*** Opening of INPUT DATA ***
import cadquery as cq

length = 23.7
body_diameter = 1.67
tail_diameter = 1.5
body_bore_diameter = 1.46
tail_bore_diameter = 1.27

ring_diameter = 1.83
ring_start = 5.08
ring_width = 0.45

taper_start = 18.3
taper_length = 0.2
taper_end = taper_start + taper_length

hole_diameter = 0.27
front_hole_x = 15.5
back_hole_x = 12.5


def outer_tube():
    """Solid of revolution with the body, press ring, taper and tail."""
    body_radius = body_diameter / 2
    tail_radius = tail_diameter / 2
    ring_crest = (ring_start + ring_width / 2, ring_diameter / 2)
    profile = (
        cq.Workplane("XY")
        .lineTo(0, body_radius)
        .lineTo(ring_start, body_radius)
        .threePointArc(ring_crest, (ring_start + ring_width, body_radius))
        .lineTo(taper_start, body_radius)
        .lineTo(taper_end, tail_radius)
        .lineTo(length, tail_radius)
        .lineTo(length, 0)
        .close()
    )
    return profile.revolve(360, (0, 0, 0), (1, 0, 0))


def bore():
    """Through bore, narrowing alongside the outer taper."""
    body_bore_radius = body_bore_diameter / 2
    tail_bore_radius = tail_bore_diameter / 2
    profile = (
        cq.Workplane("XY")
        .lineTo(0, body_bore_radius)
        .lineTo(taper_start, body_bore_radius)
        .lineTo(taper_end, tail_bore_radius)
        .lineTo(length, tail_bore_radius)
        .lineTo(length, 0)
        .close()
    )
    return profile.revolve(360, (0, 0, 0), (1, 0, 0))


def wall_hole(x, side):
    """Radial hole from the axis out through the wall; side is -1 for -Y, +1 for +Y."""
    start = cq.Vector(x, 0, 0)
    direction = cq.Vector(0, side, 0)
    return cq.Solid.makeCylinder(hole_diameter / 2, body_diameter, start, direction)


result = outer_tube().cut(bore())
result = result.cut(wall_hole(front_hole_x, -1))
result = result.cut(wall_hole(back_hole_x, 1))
*** Close of INPUT DATA ***
WHAT THE EXERCISE ASKS
Each entry must be reproduced verbatim.

OUTPUT OF THE TASK
import cadquery as cq

length = 23.7
body_diameter = 1.67
tail_diameter = 1.5
body_bore_diameter = 1.46
tail_bore_diameter = 1.27

ring_diameter = 1.83
ring_start = 5.08
ring_width = 0.45

taper_start = 18.3
taper_length = 0.2
taper_end = taper_start + taper_length

hole_diameter = 0.27
front_hole_x = 15.5
back_hole_x = 12.5


def outer_tube():
    """Solid of revolution with the body, press ring, taper and tail."""
    body_radius = body_diameter / 2
    tail_radius = tail_diameter / 2
    ring_crest = (ring_start + ring_width / 2, ring_diameter / 2)
    profile = (
        cq.Workplane("XY")
        .lineTo(0, body_radius)
        .lineTo(ring_start, body_radius)
        .threePointArc(ring_crest, (ring_start + ring_width, body_radius))
        .lineTo(taper_start, body_radius)
        .lineTo(taper_end, tail_radius)
        .lineTo(length, tail_radius)
        .lineTo(length, 0)
        .close()
    )
    return profile.revolve(360, (0, 0, 0), (1, 0, 0))


def bore():
    """Through bore, narrowing alongside the outer taper."""
    body_bore_radius = body_bore_diameter / 2
    tail_bore_radius = tail_bore_diameter / 2
    profile = (
        cq.Workplane("XY")
        .lineTo(0, body_bore_radius)
        .lineTo(taper_start, body_bore_radius)
        .lineTo(taper_end, tail_bore_radius)
        .lineTo(length, tail_bore_radius)
        .lineTo(length, 0)
        .close()
    )
    return profile.revolve(360, (0, 0, 0), (1, 0, 0))


def wall_hole(x, side):
    """Radial hole from the axis out through the wall; side is -1 for -Y, +1 for +Y."""
    start = cq.Vector(x, 0, 0)
    direction = cq.Vector(0, side, 0)
    return cq.Solid.makeCylinder(hole_diameter / 2, body_diameter, start, direction)


result = outer_tube().cut(bore())
result = result.cut(wall_hole(front_hole_x, -1))
result = result.cut(wall_hole(back_hole_x, 1))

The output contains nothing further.